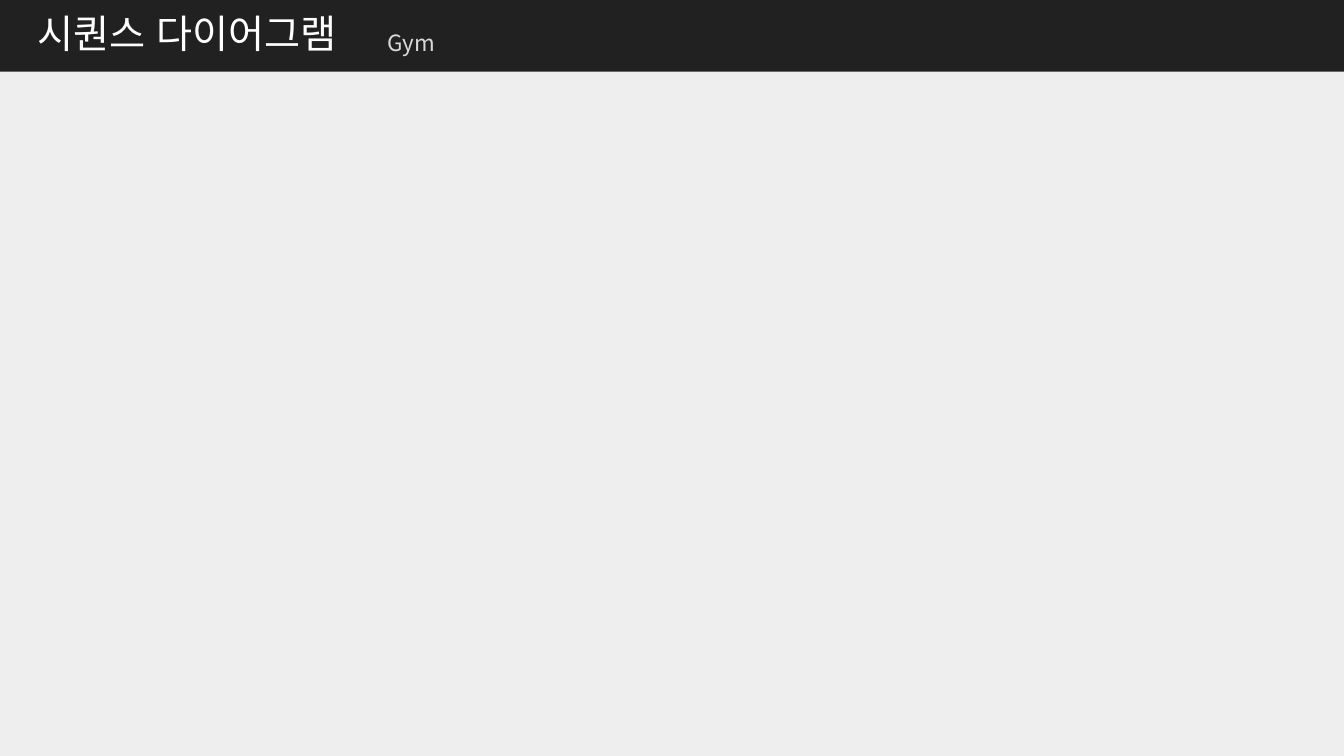
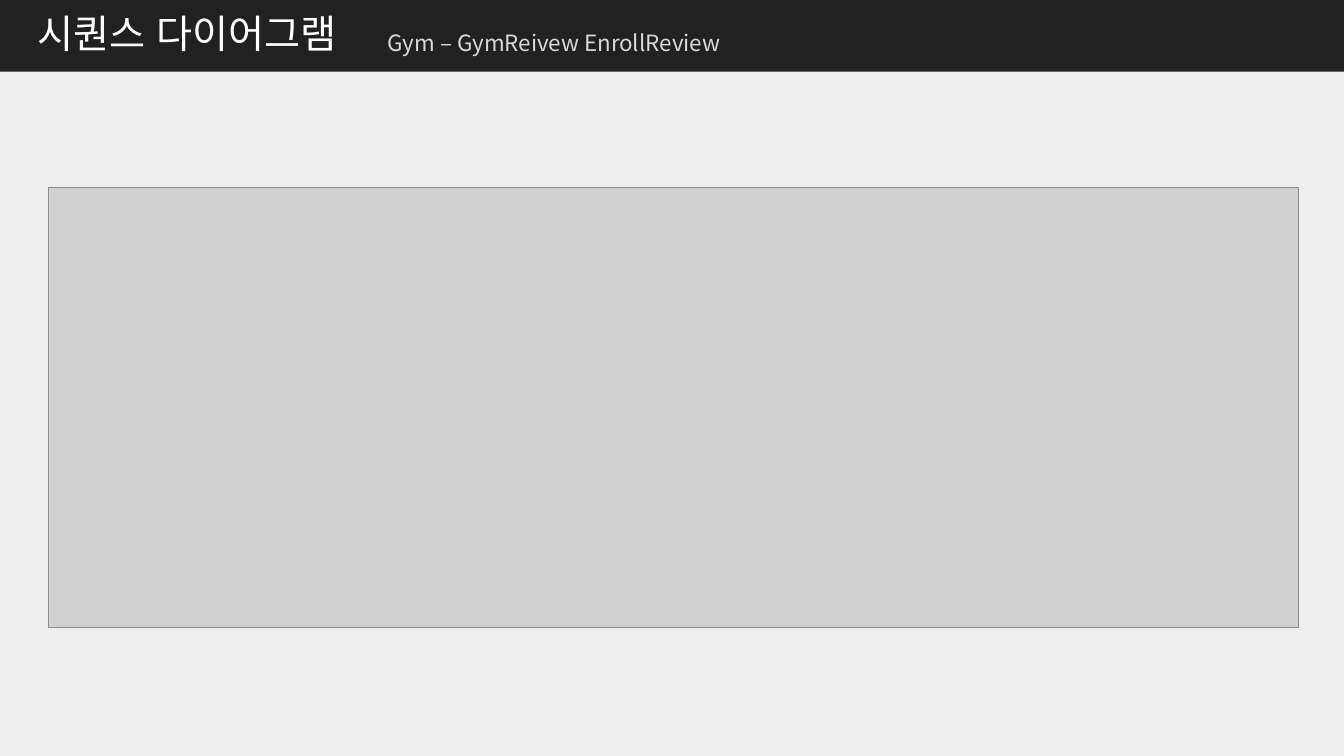
Before and after one commit to me0768/KHFinalProject, a slide deck: slide 28 of 보고서/클래스설계서_Final_Project.pptx (slide 23 before the commit). Drawn at 1344x756 pixels with LibreOffice and Linux fonts; fonts in the diff are those of the drawing; grey boxes stand for pictures. Boxes give left, top, right and bottom in pixels: in the first picture for what was removed or moved away, otherwise in the second. Text is boxed around its words. In the diff, an @@ line names an element or a change of style, - is before the commit and + after.

```diff
--- a/보고서/클래스설계서_Final_Project.pptx
+++ b/보고서/클래스설계서_Final_Project.pptx
@@ text at (388,33,720,56): text changed @@
-Gym
+Gym – GymReivew EnrollReview
@@ picture added at (48,188,1300,627) @@
```
Also in this commit, not shown: 14 other slides changed, 6 slides added, 16 other files.

- **WHAT YOU WILL DO**: Where does "changed" appear in the listing? Show every line that has it.

- **EXERCISE OUTPUT**:
@@ text at (388,33,720,56): text changed @@
Also in this commit, not shown: 14 other slides changed, 6 slides added, 16 other files.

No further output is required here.